Rep. Terri Sewell spoke Saturday at the closing luncheon of the 2018 Leadership Conference Celebrating African American History Month at Troy University, telling attendees they must become engaged in the issues of the day.
Sewell, who represents Alabama’s seventh Congressional District, urged those in attendance to become agents of change in the same vein as Rep. John Lewis, who delivered the conference’s opening remarks Friday night.
“It is not enough for us to remember and honor and pay tribute to amazing Americans like John Lewis,” Sewell said. “I submit to you we pick up their baton and continue the race. We have to know our history, but I submit to you we have to make history as well.”
She looked to the young people in the audience and asked them to step up to the plate and fight against injustice, such as voter suppression.
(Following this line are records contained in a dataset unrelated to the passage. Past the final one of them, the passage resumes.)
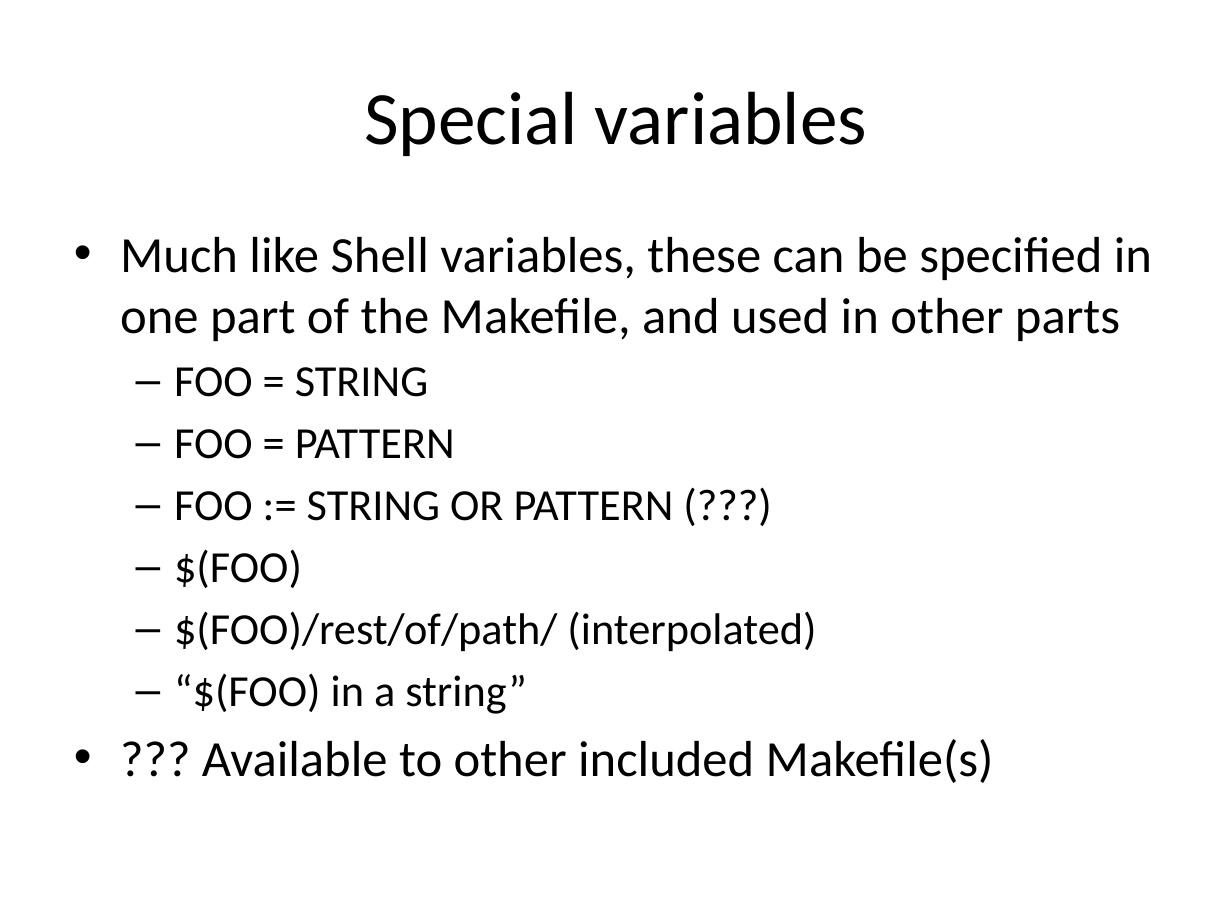
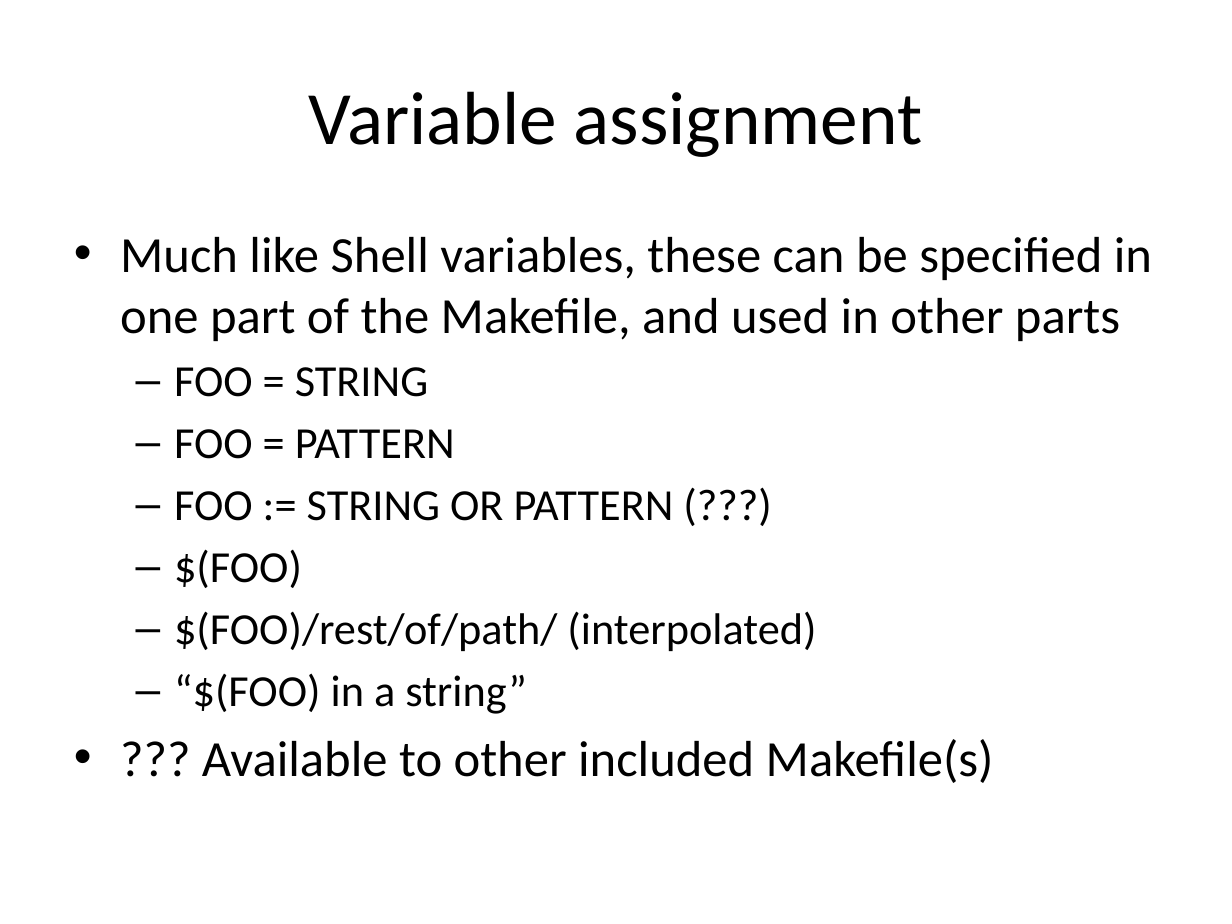
Before and after one commit to rvosa/ngs-workflows, a slide deck: slide 9 of doc/slides/day3/session2/Make.pptx. Drawn at 1232x924 pixels with LibreOffice and Linux fonts; fonts in the diff are those of the drawing. Boxes give left, top, right and bottom in pixels: in the first picture for what was removed or moved away, otherwise in the second. Text is boxed around its words. In the diff, an @@ line names an element or a change of style, - is before the commit and + after.

```diff
--- a/doc/slides/day3/session2/Make.pptx
+++ b/doc/slides/day3/session2/Make.pptx
@@ title at [308,91,923,157]: text changed @@
-Special variables
+Variable assignment
```
Also in this commit, not shown: 4 other slides changed, 1 slide added, 1 slide removed, 3 other files.

“As long as those barriers are there, there is work to be done,” Sewell said. “Progress is always elusive. Change can happen, but it takes purposeful effort. Every generation has its moments of crisis. The question is: what are you going to do?”
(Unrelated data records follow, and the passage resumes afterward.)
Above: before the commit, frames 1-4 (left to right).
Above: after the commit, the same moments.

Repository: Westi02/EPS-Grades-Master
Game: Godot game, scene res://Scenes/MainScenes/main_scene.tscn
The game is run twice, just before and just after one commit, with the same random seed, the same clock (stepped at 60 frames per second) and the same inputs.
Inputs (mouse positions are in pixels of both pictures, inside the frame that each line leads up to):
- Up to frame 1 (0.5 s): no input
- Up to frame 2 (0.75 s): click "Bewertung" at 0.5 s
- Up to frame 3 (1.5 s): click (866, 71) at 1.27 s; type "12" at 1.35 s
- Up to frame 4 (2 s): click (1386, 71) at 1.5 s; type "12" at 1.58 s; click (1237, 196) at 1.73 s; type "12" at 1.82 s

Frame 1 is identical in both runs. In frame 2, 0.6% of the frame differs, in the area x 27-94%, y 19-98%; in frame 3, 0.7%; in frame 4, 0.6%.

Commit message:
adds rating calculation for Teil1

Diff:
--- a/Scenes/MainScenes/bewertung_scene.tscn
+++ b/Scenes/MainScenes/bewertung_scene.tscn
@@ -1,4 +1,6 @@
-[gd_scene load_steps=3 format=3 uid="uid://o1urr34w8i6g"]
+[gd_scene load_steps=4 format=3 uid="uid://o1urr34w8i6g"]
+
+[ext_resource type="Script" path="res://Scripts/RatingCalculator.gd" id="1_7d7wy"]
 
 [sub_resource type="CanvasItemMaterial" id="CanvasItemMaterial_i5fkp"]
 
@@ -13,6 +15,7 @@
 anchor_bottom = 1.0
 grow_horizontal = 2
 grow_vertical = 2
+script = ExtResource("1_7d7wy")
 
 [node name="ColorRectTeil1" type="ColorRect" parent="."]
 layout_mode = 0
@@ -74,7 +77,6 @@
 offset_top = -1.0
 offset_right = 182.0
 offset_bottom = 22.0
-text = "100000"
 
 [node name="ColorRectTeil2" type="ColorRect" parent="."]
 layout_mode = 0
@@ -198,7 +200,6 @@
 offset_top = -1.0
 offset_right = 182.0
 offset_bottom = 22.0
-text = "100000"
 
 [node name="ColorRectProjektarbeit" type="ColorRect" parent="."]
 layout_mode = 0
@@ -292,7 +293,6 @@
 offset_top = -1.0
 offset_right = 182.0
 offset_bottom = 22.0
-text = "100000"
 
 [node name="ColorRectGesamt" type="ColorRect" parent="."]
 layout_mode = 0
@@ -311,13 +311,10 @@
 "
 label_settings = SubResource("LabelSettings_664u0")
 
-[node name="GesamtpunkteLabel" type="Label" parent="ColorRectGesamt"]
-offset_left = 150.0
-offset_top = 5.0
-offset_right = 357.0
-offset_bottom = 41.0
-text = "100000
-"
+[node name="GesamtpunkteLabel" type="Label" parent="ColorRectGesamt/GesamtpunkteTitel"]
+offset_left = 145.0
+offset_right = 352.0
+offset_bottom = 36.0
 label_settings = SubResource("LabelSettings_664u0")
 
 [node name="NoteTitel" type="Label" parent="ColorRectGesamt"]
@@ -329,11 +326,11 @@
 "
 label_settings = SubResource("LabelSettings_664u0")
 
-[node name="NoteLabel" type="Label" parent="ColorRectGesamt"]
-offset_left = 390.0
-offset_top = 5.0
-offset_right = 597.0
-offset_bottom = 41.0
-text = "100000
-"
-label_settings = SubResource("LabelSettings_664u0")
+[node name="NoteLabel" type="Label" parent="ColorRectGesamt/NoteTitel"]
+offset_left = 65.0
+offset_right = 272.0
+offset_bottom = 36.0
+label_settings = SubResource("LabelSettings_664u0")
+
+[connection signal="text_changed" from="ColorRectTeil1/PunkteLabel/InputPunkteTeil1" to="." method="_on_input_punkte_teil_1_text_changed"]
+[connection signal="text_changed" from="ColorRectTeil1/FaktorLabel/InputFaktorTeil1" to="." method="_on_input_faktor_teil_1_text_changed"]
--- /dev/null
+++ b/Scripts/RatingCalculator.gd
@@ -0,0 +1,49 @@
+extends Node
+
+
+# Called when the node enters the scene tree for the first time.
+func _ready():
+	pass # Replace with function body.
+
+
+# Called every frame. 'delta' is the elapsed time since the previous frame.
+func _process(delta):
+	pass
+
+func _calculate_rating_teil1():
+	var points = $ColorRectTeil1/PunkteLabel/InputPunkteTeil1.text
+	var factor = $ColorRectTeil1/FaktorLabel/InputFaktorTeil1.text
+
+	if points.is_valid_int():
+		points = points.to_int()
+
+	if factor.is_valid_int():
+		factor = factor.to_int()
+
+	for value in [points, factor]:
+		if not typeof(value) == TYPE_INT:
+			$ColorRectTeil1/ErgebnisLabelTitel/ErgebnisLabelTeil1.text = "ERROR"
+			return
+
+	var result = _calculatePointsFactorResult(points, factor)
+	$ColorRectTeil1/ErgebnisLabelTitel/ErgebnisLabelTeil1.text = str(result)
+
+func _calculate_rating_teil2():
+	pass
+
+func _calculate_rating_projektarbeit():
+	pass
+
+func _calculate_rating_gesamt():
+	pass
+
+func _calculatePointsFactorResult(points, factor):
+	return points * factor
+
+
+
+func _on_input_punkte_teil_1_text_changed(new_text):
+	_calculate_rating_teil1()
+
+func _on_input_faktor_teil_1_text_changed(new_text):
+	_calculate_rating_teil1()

Calling Lewis her hero, Sewell said he helped set the tone for nonviolent change agents in the country.
“The time is always right to do what is right, to borrow the words of Dr. Martin Luther King Jr.,” she said. “Don’t sit back and complain. Vote. The engagement of a few is not enough. We need the engagement of all.”
After Sewell’s speech, a special ceremony honoring Lewis was held at the Troy Public Library.
The City of Troy officially declared it John Lewis Day and unveiled a historic marker and painting of Lewis.
“Leadership without heart is leadership without moral authority, and it’s obvious that Terri Sewell represents us all with great heart,” said Troy University Chancellor Jack Hawkins, Jr. “We are so proud of Congressman Lewis and the opportunity to have him here today. Mr. Congressman, you honor us by allowing us to honor you today.”
Troy Mayor Jason Reeves said he doubts any day will top Saturday for him as mayor.
With state and city representatives in attendance, Lewis said he was “deeply moved.”
“As we were driving up, I saw the signs saying, ‘John Lewis Day,’ and I started crying,” said Lewis, a Pike County native. “I’ve been crying all day. It’s unreal. I wish my great-grandparents were still around, my grandparents, my mother and father, and my teachers.”
Before leaving the podium, Lewis left those in attendance with words of hope and a promise.
“You must never, ever give up. You must never, ever lose hope,” he said. “As long as breath is in my body, I must try to do something to help others as I pass this way.”
Launched in 2002 by Troy University and the City of Troy, the Leadership Conference Celebrating African American History Month is intended to promote dialogue that fosters multicultural collaboration and equip diverse leaders with tools to better serve their organizations and communities. This year’s theme was “Change Agents: Civically Engaged, Academically Oriented and Financially Capable.”